Our Team
David Furman, Ph.D.
Dr. David Furman is the Director of the Stanford 1000 Immunomes Project, Chief of the Center for AI and Data Science of Aging at the Buck Institute for Research on Aging, and a Adjunct Investigator for The National Scientific and Research Council, Austral University, Buenos Aires, Argentina. Dr. Furman received his Ph.D. (summa cum laude) from University of Buenos Aires, Argentina, for his work on the identification of factors produced by tumors that enable cancer cells to escape immune attack. During his postdoctoral training at the Stanford School of Medicine, Dr. Furman focused on the application of advanced analytics to study the aging of the immune system in humans and decipher how cumulative inflammatory responses associated with aging lead to an accelerated cardiovascular aging. Dr. Furman has published dozens of scientific articles in top-tier journals such as Cell, Nature Medicine, PNAS, The Lancet, and others.
Mark M. Davis, Ph.D.
Dr. Mark M. Davis is the Director of the Stanford Institute for Immunology, Transplantation and Infection (ITI), a Professor of Microbiology and Immunology, and a Howard Hughes Medical Institute Investigator. He received a B.A. from Johns Hopkins University and a Ph.D. from the California Institute of Technology. He was a postdoctoral fellow and staff fellow at the Laboratory of Immunology at NIH and later became a faculty member in the Department of Microbiology and Immunology at Stanford University School of Medicine, where he remains today.

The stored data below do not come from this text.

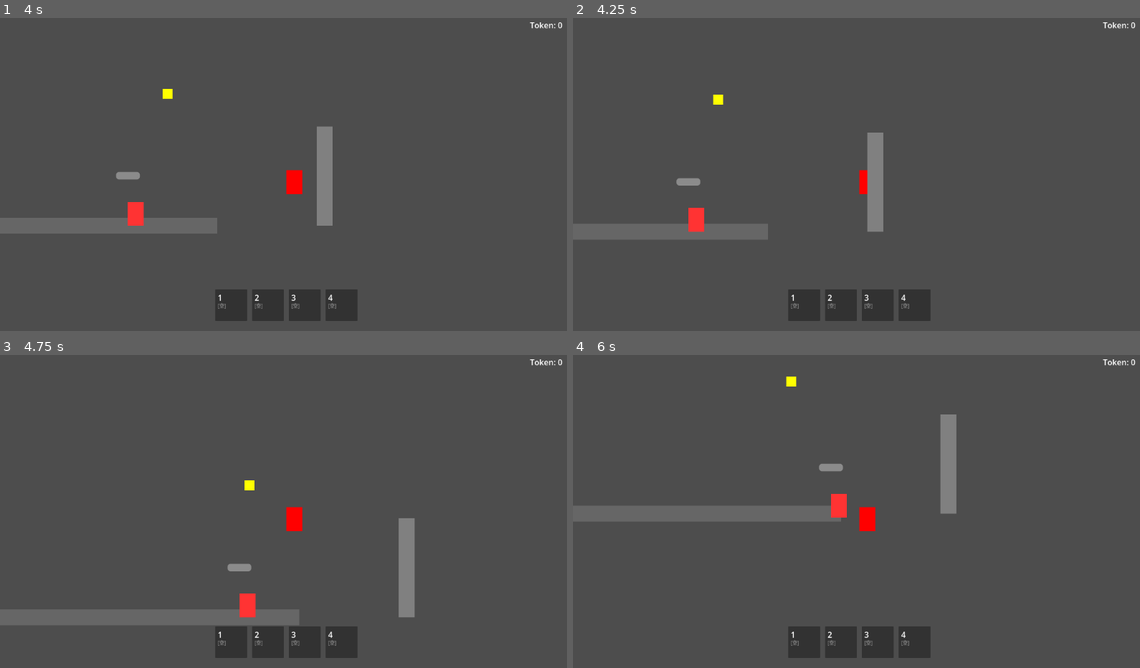
Above: before the commit, frames 1-4 (two rows, left to right).
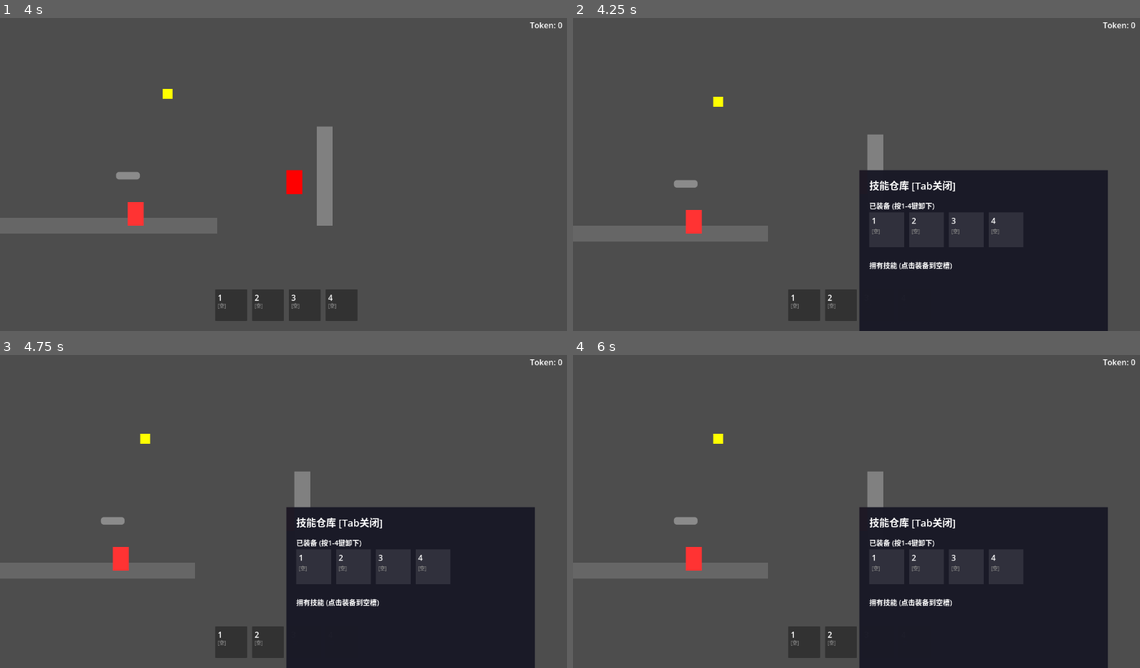
Above: after the commit, the same moments.

Repository: qq554597352/infinity-exe
Game: Godot game, scene res://scenes/levels/test_level.tscn
Same seed, same stepped clock (60 frames per second), same inputs: the game is played once before the commit and once after it.
Inputs:
- Up to frame 1 (4 s): hold D (move_right) 0.53-2.03 s; tap J (attack) at 0.6, 2.1, 3.6 s; tap Space (jump) at 0.77, 1.52, 3.02, 3.77 s; tap E (grapple) at 1.35, 2.85 s; hold A (move_left) 2.03-2.78 s; hold D (move_right) from 2.78 s (still down)
- Up to frame 2 (4.25 s): keep holding D (move_right); tap Escape (ui_cancel) at 4.15 s
- Up to frame 3 (4.75 s): release D (move_right) at 4.28 s; hold A (move_left) from 4.28 s (still down); tap E (grapple) at 4.35 s; tap Space (jump) at 4.52 s
- Up to frame 4 (6 s): release A (move_left) at 5.03 s; hold D (move_right) 5.03-5.78 s; tap J (attack) at 5.1 s; hold A (move_left) from 5.78 s (still down); tap E (grapple) at 5.85 s

Frame 1 is identical in both runs. In frame 2, 22% of the frame differs, in the area x 0-95%, y 24-100%; in frame 3, 26%; in frame 4, 27%, in the area x 0-95%, y 6-100%.

Commit message:
feat: Add skill inventory UI and fix fragment pickup
- Created skill_inventory.gd for Tab-accessible skill warehouse
- Fixed skill_fragment.gd to add picked up skills to owned_skills
- Added skill_inventory.tscn to test level
- Skills now properly tracked when collected

Diff:
--- a/scenes/levels/test_level.tscn
+++ b/scenes/levels/test_level.tscn
@@ -5,6 +5,7 @@
 [ext_resource type="Script" path="res://scripts/autoload/grapple_point.gd" id="3"]
 [ext_resource type="PackedScene" path="res://scenes/ui/token_ui.tscn" id="4"]
 [ext_resource type="PackedScene" path="res://scenes/ui/skill_ui.tscn" id="5"]
+[ext_resource type="PackedScene" path="res://scenes/ui/skill_inventory.tscn" id="6"]
 
 [sub_resource type="RectangleShape2D" id="RectangleShape2D_floor"]
 size = Vector2(800, 32)
@@ -68,3 +69,5 @@
 [node name="TokenUI" parent="." instance=ExtResource("4")]
 
 [node name="SkillUI" parent="." instance=ExtResource("5")]
+
+[node name="SkillInventory" parent="." instance=ExtResource("6")]
--- /dev/null
+++ b/scenes/ui/skill_inventory.tscn
@@ -0,0 +1,6 @@
+[gd_scene format=3]
+
+[ext_resource type="Script" path="res://scripts/ui/skill_inventory.gd" id="1"]
+
+[node name="SkillInventory" type="CanvasLayer"]
+script = ExtResource("1")
--- a/scripts/autoload/skill_fragment.gd
+++ b/scripts/autoload/skill_fragment.gd
@@ -28,4 +28,8 @@
 			if "name" in fragment_data:
 				skill_name = fragment_data["name"]
 			print("拾取技能碎片: ", skill_name)
+
+			# 通知 SkillManager 添加到拥有列表
+			SkillManager.owned_skills.append(fragment_data)
+
 		queue_free()
--- /dev/null
+++ b/scripts/ui/skill_inventory.gd
@@ -0,0 +1,216 @@
+extends CanvasLayer
+
+# 技能仓库UI - 按Tab打开，显示拥有技能和装备槽位
+
+var inventory_panel: Panel
+var is_visible: bool = false
+
+func _ready() -> void:
+	_create_inventory_ui()
+	visibility_changed.connect(_on_visibility_changed)
+
+func _create_inventory_ui() -> void:
+	# 创建仓库面板
+	inventory_panel = Panel.new()
+	inventory_panel.name = "SkillInventory"
+	inventory_panel.set_anchors_and_offsets_preset(Control.PRESET_CENTER)
+	inventory_panel.custom_minimum_size = Vector2(500, 400)
+	inventory_panel.visible = false
+
+	# 背景
+	var bg: ColorRect = ColorRect.new()
+	bg.color = Color(0.1, 0.1, 0.15, 0.95)
+	bg.size = Vector2(500, 400)
+	bg.position = Vector2(0, 0)
+	inventory_panel.add_child(bg)
+
+	# 标题
+	var title: Label = Label.new()
+	title.text = "技能仓库 [Tab关闭]"
+	title.position = Vector2(20, 15)
+	title.add_theme_font_size_override("font_size", 20)
+	inventory_panel.add_child(title)
+
+	# 装备区域标题
+	var equip_label: Label = Label.new()
+	equip_label.text = "已装备 (按1-4键卸下)"
+	equip_label.position = Vector2(20, 60)
+	equip_label.add_theme_font_size_override("font_size", 14)
+	inventory_panel.add_child(equip_label)
+
+	# 装备槽位
+	for i in range(4):
+		var slot: Panel = _create_equip_slot(i)
+		slot.position = Vector2(20 + i * 80, 85)
+		inventory_panel.add_child(slot)
+
+	# 拥有技能区域标题
+	var owned_label: Label = Label.new()
+	owned_label.text = "拥有技能 (点击装备到空槽)"
+	owned_label.position = Vector2(20, 180)
+	owned_label.add_theme_font_size_override("font_size", 14)
+	inventory_panel.add_child(owned_label)
+
+	# 拥有技能列表容器
+	var scroll: ScrollContainer = ScrollContainer.new()
+	scroll.name = "OwnedScroll"
+	scroll.position = Vector2(20, 210)
+	scroll.size = Vector2(460, 180)
+	scroll.horizontal_scroll_mode = ScrollContainer.SCROLL_MODE_DISABLED
+	inventory_panel.add_child(scroll)
+
+	var list: VBoxContainer = VBoxContainer.new()
+	list.name = "OwnedList"
+	list.custom_minimum_size = Vector2(440, 170)
+	list.add_theme_constant_override("separation", 5)
+	scroll.add_child(list)
+
+	add_child(inventory_panel)
+
+func _create_equip_slot(index: int) -> Panel:
+	var slot: Panel = Panel.new()
+	slot.name = "EquipSlot" + str(index)
+	slot.custom_minimum_size = Vector2(70, 70)
+
+	var bg: ColorRect = ColorRect.new()
+	bg.color = Color(0.2, 0.2, 0.25, 0.9)
+	bg.size = Vector2(70, 70)
+	slot.add_child(bg)
+
+	var key_label: Label = Label.new()
+	key_label.name = "KeyLabel"
+	key_label.text = str(index + 1)
+	key_label.position = Vector2(5, 5)
+	slot.add_child(key_label)
+
+	var name_label: Label = Label.new()
+	name_label.name = "SkillName"
+	name_label.text = "[空]"
+	name_label.position = Vector2(5, 30)
+	name_label.add_theme_font_size_override("font_size", 10)
+	name_label.horizontal_alignment = HORIZONTAL_ALIGNMENT_CENTER
+	slot.add_child(name_label)
+
+	return slot
+
+func _process(_delta: float) -> void:
+	# Tab键切换显示
+	if Input.is_action_just_pressed("ui_cancel"):
+		_toggle_inventory()
+
+	# 1-4键卸下装备
+	for i in range(4):
+		if Input.is_action_just_pressed("skill_" + str(i + 1)) and is_visible:
+			_unequip_slot(i)
+
+func _toggle_inventory() -> void:
+	is_visible = !is_visible
+	inventory_panel.visible = is_visible
+	_update_display()
+
+	# 暂停游戏
+	if is_visible:
+		get_tree().paused = true
+	else:
+		get_tree().paused = false
+
+func _on_visibility_changed() -> void:
+	if inventory_panel.visible:
+		_update_display()
+
+func _update_display() -> void:
+	if inventory_panel == null:
+		return
+
+	# 更新装备槽
+	var equipped: Array = SkillManager.get_equipped_skills()
+	for i in range(4):
+		var slot_path: String = "EquipSlot" + str(i)
+		var slot: Panel = inventory_panel.get_node_or_null(slot_path)
+		if slot != null:
+			var name_label: Label = slot.get_node_or_null("SkillName")
+			if name_label != null:
+				var skill_data = equipped[i] if i < equipped.size() else null
+				if skill_data != null and typeof(skill_data) == TYPE_DICTIONARY:
+					name_label.text = str(skill_data.get("name", "?")).substr(0, 8)
+					name_label.add_theme_color_override("font_color", _get_degradation_color(skill_data))
+				else:
+					name_label.text = "[空]"
+					name_label.add_theme_color_override("font_color", Color(0.5, 0.5, 0.5))
+
+	# 更新拥有列表
+	var list_path: NodePath = NodePath("OwnedList")
+	var scroll: ScrollContainer = inventory_panel.get_node_or_null("OwnedScroll")
+	if scroll != null:
+		var list: VBoxContainer = scroll.get_node_or_null(list_path)
+		if list != null:
+			# 清除旧内容
+			for child in list.get_children():
+				child.queue_free()
+
+			var owned: Array = SkillManager.get_owned_skills()
+			for idx in range(owned.size()):
+				var skill_data = owned[idx]
+				if skill_data != null and typeof(skill_data) == TYPE_DICTIONARY:
+					var btn: Button = _create_skill_button(idx, skill_data)
+					list.add_child(btn)
+
+func _create_skill_button(index: int, skill_data: Dictionary) -> Button:
+	var btn: Button = Button.new()
+	btn.custom_minimum_size = Vector2(440, 35)
+
+	var bg: ColorRect = ColorRect.new()
+	bg.color = Color(0.15, 0.15, 0.2, 0.9)
+	bg.size = Vector2(440, 35)
+	btn.add_child(bg)
+
+	var name_label: Label = Label.new()
+	name_label.name = "NameLabel"
+	name_label.text = str(skill_data.get("name", "?"))
+	name_label.position = Vector2(10, 8)
+	name_label.add_theme_color_override("font_color", _get_degradation_color(skill_data))
+	btn.add_child(name_label)
+
+	var id_label: Label = Label.new()
+	id_label.name = "IdLabel"
+	id_label.text = "[" + str(skill_data.get("id", "?")) + "]"
+	id_label.position = Vector2(150, 8)
+	id_label.add_theme_font_size_override("font_size", 12)
+	btn.add_child(id_label)
+
+	btn.pressed.connect(_on_skill_button_pressed.bind(index))
+
+	return btn
+
+func _get_degradation_color(skill_data: Dictionary) -> Color:
+	var deg: int = int(skill_data.get("degradation", 0))
+	match deg:
+		0: return Color(0, 1, 1)       # 青色
+		1: return Color(1, 1, 0)       # 黄色
+		2: return Color(1, 0.5, 0)     # 橙色
+		3: return Color(1, 0, 0)       # 红色
+	return Color(1, 1, 1)
+
+func _on_skill_button_pressed(skill_index: int) -> void:
+	var owned: Array = SkillManager.get_owned_skills()
+	if skill_index >= owned.size():
+		return
+
+	var skill_data = owned[skill_index]
+
+	# 找到第一个空槽装备
+	for i in range(4):
+		var equipped: Array = SkillManager.get_equipped_skills()
+		if i >= equipped.size() or equipped[i] == null:
+			if SkillManager.equip_skill(i, skill_data):
+				print("已装备: ", skill_data.get("name", "?"))
+				_update_display()
+				return
+
+	print("没有空槽位!")
+
+func _unequip_slot(slot_index: int) -> void:
+	var unequipped = SkillManager.unequip_skill(slot_index)
+	if not unequipped.is_empty():
+		print("已卸下: ", unequipped.get("name", "?"))
+	_update_display()

Dr. Davis was the first to identify the T-cell receptor genes, which are responsible for T lymphocytes ability to "see" foreign entities. His current research focused on understanding the human immune system, from developing broad systems biology approaches to inventing new methods to help unravel the complexities of T cell responses to cancer, autoimmunity and infectious diseases.
Cornelia L. Dekker, M.D.
Dr. Cornelia Dekker is a Pediatric Infectious Diseases physician who came to Stanford after a 12-year career in vaccine clinical development at Lederle Biologicals and Chiron Vaccines where she served as Vice President, Clinical Research and Medical Affairs. Dr. Dekker joined the Stanford University School of Medicine faculty in the Division of Pediatric Infectious Diseases and was named Medical Director of the Stanford-LPCH Vaccine Program in 1999. She leads the Stanford Clinical Core for NIH-sponsored studies looking at the detailed immune responses to influenza vaccines in children compared with young and elderly adults that has expanded to investigate genetic factors by also studying responses of identical and fraternal twins. Dr. Dekker is currently Chair of the HIV Vaccine Trial Network Safety Monitoring Board. In 2016, she was named Medical Director for the Stanford Clinical and Translational Research Unit.
Robert Tibshirani, Ph.D.
Dr. Robert Tibshirani (FRSC) is a Professor in the Departments of Statistics and Health Research and Policy at Stanford University. He was a Professor at the University of Toronto from 1985 to 1998. His main interests are in applied statistics, biostatistics, and data mining. His most well-known contributions are the LASSO method, and Significance Analysis of Microarrays. He has also authored four well-known books in Advanced Statistical Methods: Generalized Additive Models, An Introduction to the Bootstrap, The Elements of Statistical Learning, and Introduction to Statistical Learning. His current research focuses on problems in biology and genomics, medicine, and industry. In his work, he develops statistical tools for the analysis of complex datasets, most recently in genomics and proteomics.
Holden Maecker, Ph.D.
Dr. Maecker received a B.S. in Microbiology from Purdue University and a Ph.D. in Cancer Biology from Stanford University. He did postdoctoral work with Ronald and Shoshana Levy at Stanford, and was an Assistant Professor of Biology at Loyola University Chicago, as well as a Senior Scientist at BD Biosciences, San Jose, CA. He is currently a Professor of Microbiology and Immunology, and Director of the Human Immune Monitoring Center, at Stanford University.